# Ackies at the VHS Expo



## HerpNthusiast (Feb 28, 2016)

Hey guys i was wondering on the probability of ridge-tail monitors being present at the VHS expo this Saturday my family and I are currently deciding on what to get, i have always loved these little monitors, p.s. what would their price range we'll be bringing roughly $270 to the expo for an animal and products.

Thanks


----------



## BredliFreak (Feb 28, 2016)

Cheap ackies are 250-300. Not sure about VHS, but Camo's reptiles have a couple in stock (i think). I wish i could keep 'em but parents said no


----------



## HerpNthusiast (Feb 28, 2016)

Bump


----------



## CrazyNut (Feb 28, 2016)

Why are you bumping? Lol just ask again haha anyway its pretty likely there will be at least one. I saw 2 ackies last year on different tables as well as other species. I actully spent just under $500 on a hatchling pair of storrs monitors and saw a few other monitors for sale (lacey, mertens, black head even a mangrove monitor). As for price range $250-$300 normally. At the expo you could probably barta the price down to $200 flat.
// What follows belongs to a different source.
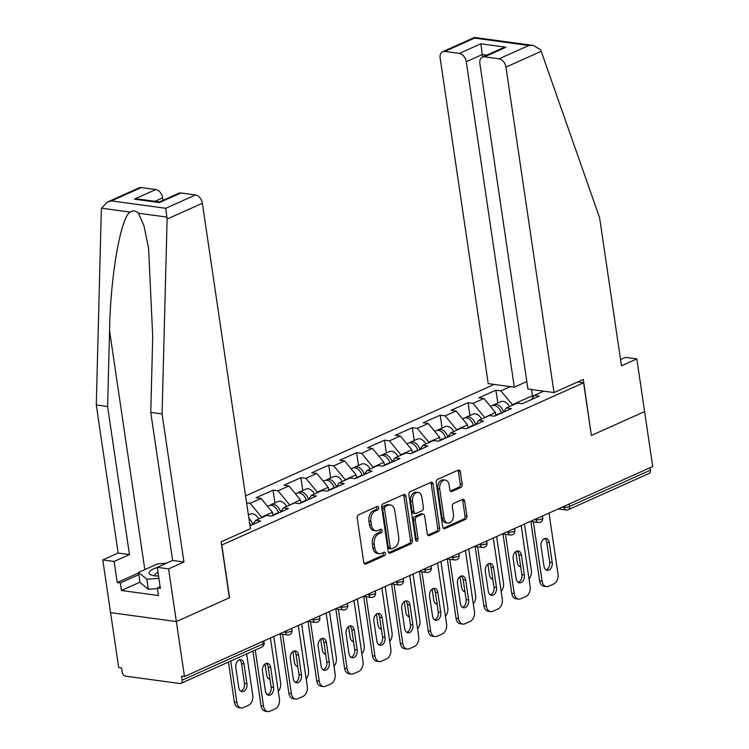 <?xml version="1.0" encoding="UTF-8"?>
<svg xmlns="http://www.w3.org/2000/svg" width="749" height="749" viewBox="0 0 749 749"><rect width="100%" height="100%" fill="white"/><g stroke="black" fill="none" stroke-linecap="round" stroke-linejoin="round"><path stroke-width="1.12" d="M378.694 507.625A1.816 1.236 97.7 0 0 377.711 506.371A1.816 1.236 97.7 0 0 377.206 506.455L358.584 514.806A2.593 1.77 97.7 0 0 357.198 518.055L363.742 562.387A2.593 1.77 97.7 0 0 365.147 564.175A2.593 1.77 97.7 0 0 365.858 564.063L384.48 555.711A1.816 1.236 97.7 0 0 385.454 553.436A1.816 1.236 97.7 0 0 384.471 552.182A1.816 1.236 97.7 0 0 383.975 552.266L381.569 553.342A8.314 5.674 97.7 0 1 379.284 553.698A8.314 5.674 97.7 0 1 374.79 547.978L374.247 544.28A8.314 5.674 97.7 0 1 378.694 533.887L381.101 532.801A1.816 1.236 97.7 0 0 382.074 530.526A1.816 1.236 97.7 0 0 381.091 529.281A1.816 1.236 97.7 0 0 380.595 529.356L378.179 530.432A8.314 5.674 97.7 0 1 375.895 530.798A8.314 5.674 97.7 0 1 371.41 525.068L370.867 521.379A8.314 5.674 97.7 0 1 375.305 510.977L377.721 509.9A1.816 1.236 97.7 0 0 378.694 507.625M375.895 530.798L373.976 530.535A8.314 5.674 97.7 0 1 369.491 524.806L368.948 521.117A8.314 5.674 97.7 0 1 373.395 510.715L375.801 509.638A1.816 1.236 97.7 0 0 376.775 507.363A1.816 1.236 97.7 0 0 376.578 506.736M364.267 563.651L382.57 555.449A1.816 1.236 97.7 0 0 383.535 553.174A1.816 1.236 97.7 0 0 383.338 552.547M379.284 553.698L377.365 553.436A8.314 5.674 97.7 0 1 372.871 547.716L372.328 544.017A8.314 5.674 97.7 0 1 376.775 533.625L379.181 532.539A1.816 1.236 97.7 0 0 380.155 530.273A1.816 1.236 97.7 0 0 379.958 529.637M460.804 487.477A2.593 1.77 97.7 0 0 462.189 484.229L460.354 471.795A2.593 1.77 97.7 0 0 458.95 470.007A2.593 1.77 97.7 0 0 458.238 470.119L437.556 479.388A2.593 1.77 97.7 0 0 436.161 482.637L442.715 526.968A2.593 1.77 97.7 0 0 444.11 528.757A2.593 1.77 97.7 0 0 444.831 528.654L465.513 519.375A2.593 1.77 97.7 0 0 466.899 516.127L464.68 501.1A2.593 1.77 97.7 0 0 463.275 499.311A2.593 1.77 97.7 0 0 462.564 499.424L453.716 503.394A2.593 1.77 97.7 0 0 452.321 506.642L453.426 514.095A6.947 4.737 97.7 0 1 447.799 523.083A6.947 4.737 97.7 0 1 444.045 518.299L439.738 489.116A6.947 4.737 97.7 0 1 445.365 480.128A6.947 4.737 97.7 0 1 449.119 484.912L449.831 489.771A2.593 1.77 97.7 0 0 451.235 491.559A2.593 1.77 97.7 0 0 451.947 491.447L460.804 487.477L458.884 487.215A2.593 1.77 97.7 0 0 460.27 483.966L458.435 471.533A2.593 1.77 97.7 0 0 457.911 470.26M107.276 202.108L139.08 187.849A7.939 5.346 65.8 0 1 141.215 187.568L111.489 200.901L107.276 202.108L101.546 208.194L101.321 210.123L96.284 405.003L118.145 553.043L102.791 559.934L110.571 612.626L176.361 621.576L229.578 597.711L221.798 545.019L583.602 382.776L591.382 435.469L644.599 411.604L652.716 466.552L184.479 676.525L181.595 676.132L182.194 680.148L263.086 643.868L262.73 641.434M182.194 680.148A3.97 2.668 -114.2 0 1 180.94 683.378A3.97 2.668 -114.2 0 1 179.872 683.519L125.589 676.141A3.97 2.668 -114.2 0 1 122.153 671.984L121.563 667.968L118.688 667.574L110.571 612.626L176.361 621.576L184.479 676.525M405.836 496.241A2.593 1.77 97.7 0 0 404.432 494.452A2.593 1.77 97.7 0 0 403.72 494.565L383.039 503.834A2.593 1.77 97.7 0 0 381.653 507.082L388.197 551.423A2.593 1.77 97.7 0 0 389.602 553.211A2.593 1.77 97.7 0 0 390.313 553.099L410.995 543.821A2.593 1.77 97.7 0 0 412.39 540.572L405.836 496.241L403.917 495.978A2.593 1.77 97.7 0 0 403.393 494.705M410.293 491.616L430.984 482.337A2.593 1.77 97.7 0 1 431.696 482.225A2.593 1.77 97.7 0 1 433.1 484.013L439.644 528.345A2.593 1.77 97.7 0 1 438.259 531.593L429.402 535.563A2.593 1.77 97.7 0 1 428.69 535.675A2.593 1.77 97.7 0 1 427.286 533.887L424.627 515.911A2.593 1.77 97.7 0 0 423.232 514.123A2.593 1.77 97.7 0 0 422.511 514.235L416.641 516.866A2.593 1.77 97.7 0 0 415.255 520.115L418.017 538.831A1.816 1.236 97.7 0 1 416.547 541.19A1.816 1.236 97.7 0 1 415.564 539.935L408.907 494.864A2.593 1.77 97.7 0 1 410.293 491.616M577.648 381.962L583.602 382.776M494.171 384.424L245.578 495.904M497.795 403.018L495.904 390.21L478.939 397.813L483.929 398.496L495.37 412.343L495.847 415.564M495.904 390.21L500.894 390.884L510.378 386.634M543.755 391.165L534.271 395.425L539.252 396.099L522.287 403.711L517.306 403.028L506.408 407.915L511.398 408.598L494.434 416.201L489.443 415.526L478.545 420.404L483.536 421.088L466.571 428.7L461.581 428.016L450.692 432.903L455.682 433.577L438.708 441.189L433.727 440.506L422.829 445.393L427.819 446.076L410.855 453.679L405.864 453.005L394.976 457.882L399.957 458.566L382.992 466.168L378.011 465.494L367.113 470.381L372.103 471.055L355.138 478.667L350.148 477.984L339.26 482.871L344.24 483.554L327.276 491.157L322.295 490.483L311.397 495.361L316.387 496.044L299.422 503.646L294.432 502.972L283.543 507.859L288.524 508.534L271.559 516.145L266.569 515.462L255.681 520.349L260.671 521.032L249.997 525.817M246.599 502.832L250.166 503.319L261.055 498.431L272.505 512.288L272.973 515.509M274.93 502.954L273.039 490.146L256.074 497.757L261.055 498.431M273.039 490.146L278.019 490.829L288.917 485.942L300.358 499.789L300.836 503.019M302.783 490.464L300.892 477.656L283.927 485.258L288.917 485.942M300.892 477.656L305.882 478.33L316.771 473.452L328.221 487.299L328.699 490.52M330.646 477.974L328.755 465.166L311.79 472.769L316.771 473.452M328.755 465.166L333.745 465.841L344.634 460.953L356.075 474.81L356.552 478.031M358.499 465.475L356.608 452.668L339.643 460.279L344.634 460.953M356.608 452.668L361.598 453.351L372.496 448.464L383.937 462.311L384.415 465.541M386.362 452.986L384.471 440.178L367.506 447.78L372.496 448.464M384.471 440.178L389.461 440.852L400.35 435.974L411.791 449.821L412.268 453.042M414.225 440.496L412.334 427.688L395.36 435.291L400.35 435.974M412.334 427.688L417.315 428.362L428.213 423.475L439.654 437.332L440.131 440.552M442.079 427.997L440.187 415.189L423.222 422.801L428.213 423.475M440.187 415.189L445.178 415.873L456.066 410.986L467.507 424.833L467.985 428.063M469.941 415.508L468.05 402.7L451.085 410.302L456.066 410.986M468.05 402.7L473.031 403.374L483.929 398.496M495.37 412.343L484.547 417.717M503.506 412.128L506.408 407.915M473.031 403.374L484.481 417.23M467.507 424.833L456.618 429.72L456.693 430.207M475.643 424.627L478.545 420.404M445.178 415.873L456.618 429.72M439.654 437.332L428.756 442.21L428.831 442.706M447.79 437.116L450.692 432.903M417.315 428.362L428.756 442.21M411.791 449.821L400.902 454.709L400.977 455.195M419.927 449.606L422.829 445.393M389.461 440.852L400.902 454.709M383.937 462.311L373.039 467.198L373.114 467.685M392.073 462.105L394.976 457.882M361.598 453.351L373.039 467.198M356.075 474.81L345.186 479.688L345.252 480.184M364.211 474.594L367.113 470.381M333.745 465.841L345.186 479.688M328.221 487.299L317.323 492.187L317.398 492.673M336.357 487.084L339.26 482.871M305.882 478.33L317.323 492.187M300.358 499.789L289.535 505.163M308.494 499.583L311.397 495.361M278.019 490.829L289.47 504.676M272.505 512.288L261.607 517.166L261.682 517.662M280.641 512.073L283.543 507.859M250.166 503.319L261.607 517.166M252.778 524.562L255.681 520.349M650.066 467.741L650.432 470.175A3.97 2.668 65.8 0 1 649.177 473.405L568.276 509.685A3.97 2.668 65.8 0 0 569.53 506.455L650.432 470.175M533.915 395.931L532.427 395.725L512.335 404.732L512.41 405.228M532.717 397.682L531.547 389.508M531.369 399.638L534.271 395.425M500.894 390.884L512.335 404.732M388.722 552.687L409.076 543.559A2.593 1.77 97.7 0 0 410.471 540.31L403.917 495.978M385.473 506.418A1.816 1.236 97.7 0 0 384.499 508.693L390.248 547.613A1.816 1.236 97.7 0 0 391.231 548.858A1.816 1.236 97.7 0 0 391.727 548.783L394.274 547.641A8.314 5.674 97.7 0 0 398.721 537.248L394.789 510.649A8.314 5.674 97.7 0 0 390.304 504.929A8.314 5.674 97.7 0 0 388.019 505.285L385.473 506.418L383.554 506.155A1.816 1.236 97.7 0 0 382.589 508.431L384.499 508.693M391.231 548.858L389.311 548.596A1.816 1.236 97.7 0 1 388.328 547.35L382.589 508.431M390.304 504.929L388.385 504.667A8.314 5.674 97.7 0 0 386.1 505.023L388.019 505.285M383.554 506.155L386.1 505.023M427.81 535.161L436.339 531.341A2.593 1.77 97.7 0 0 437.725 528.092L431.181 483.751A2.593 1.77 97.7 0 0 430.656 482.487M423.232 514.123L421.312 513.861A2.593 1.77 97.7 0 0 420.592 513.973L414.721 516.604A2.593 1.77 97.7 0 0 413.336 519.853L416.098 538.578L418.017 538.831M415.676 540.385A1.816 1.236 97.7 0 0 416.098 538.578M421.874 497.252A6.947 4.737 97.7 0 0 418.12 492.468A6.947 4.737 97.7 0 0 412.493 501.456L414.019 511.745A2.593 1.77 97.7 0 0 415.414 513.533A2.593 1.77 97.7 0 0 416.135 513.421L422.005 510.79A2.593 1.77 97.7 0 0 423.391 507.541L421.874 497.252M418.12 492.468L416.201 492.205A6.947 4.737 97.7 0 0 410.583 501.203L412.493 501.456M415.414 513.533L413.504 513.271A2.593 1.77 97.7 0 1 412.1 511.483L410.583 501.203M450.355 491.044L458.884 487.215M445.365 480.128L443.445 479.866A6.947 4.737 97.7 0 0 437.819 488.854L439.738 489.116M447.799 523.083L445.88 522.821A6.947 4.737 97.7 0 1 442.125 518.036L437.819 488.854M443.239 528.242L463.594 519.113A2.593 1.77 97.7 0 0 464.979 515.864L462.76 500.838A2.593 1.77 97.7 0 0 462.236 499.574M235.813 667.612L238.734 687.442A6.086 4.148 97.7 0 0 242.021 691.627A6.086 4.148 97.7 0 0 246.955 683.753L244.024 663.932A6.086 4.148 97.7 0 0 240.738 659.738A6.086 4.148 97.7 0 0 235.813 667.612M230.748 661.049L236.862 702.459A7.939 5.412 97.7 0 0 241.15 707.927A7.939 5.412 97.7 0 0 243.331 707.58L248.509 705.258A7.939 5.412 97.7 0 0 252.759 695.334L246.636 653.914M228.454 662.069L234.371 702.122L236.862 702.459M240.813 691.177A6.086 4.148 97.7 0 0 244.455 683.416L241.534 663.595A6.086 4.148 97.7 0 0 239.455 659.86M241.15 707.927L238.659 707.58A7.939 5.412 -82.3 0 1 234.371 702.122M266.11 663.483A6.086 4.148 -82.3 0 1 268.189 667.219L271.119 687.039A6.086 4.148 -82.3 0 1 267.477 694.8M263.526 706.082A7.939 5.412 97.7 0 0 267.805 711.55L265.315 711.213A7.939 5.412 -82.3 0 1 261.026 705.745L263.526 706.082L255.25 650.057M252.956 651.087L261.026 705.745M270.417 637.989L279.414 698.957A7.939 5.412 97.7 0 1 275.173 708.891L269.996 711.213A7.939 5.412 97.7 0 1 267.805 711.55M265.399 691.065L262.468 671.244A6.086 4.148 -82.3 0 1 267.402 663.371A6.086 4.148 -82.3 0 1 270.689 667.556L273.61 687.376A6.086 4.148 -82.3 0 1 268.685 695.25A6.086 4.148 -82.3 0 1 265.399 691.065M157.29 567.508A17.208 4.915 -8.4 0 0 149.5 571.693A17.208 4.915 -8.4 0 0 151.907 575.223A17.208 4.915 -8.4 0 0 158.545 576.037M158.002 572.376A11.778 3.361 -8.4 0 0 155.183 574.305A11.778 3.361 -8.4 0 0 154.893 575.251A11.778 3.361 -8.4 0 0 155.193 575.85M157.393 588.62L148.311 589.248L140.016 582.479L138.528 572.442L157.814 563.8L166.484 563.211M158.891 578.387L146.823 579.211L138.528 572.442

Be quick, I'm looking out for monitors as well and so will many others, best to be there early.


----------



## Murph_BTK (Feb 28, 2016)

Hmmm i have been chasing up online to purchase one of these too. Would prefer a brissy area so i can take a look at the animal before committing.. let me know how you go at the expo..


----------



## HerpNthusiast (Feb 29, 2016)

Murph_BTK said:


> Hmmm i have been chasing up online to purchase one of these too. Would prefer a brissy area so i can take a look at the animal before committing.. let me know how you go at the expo..


I will, i just bumped because i wanted some more input may have been a little early sorry


----------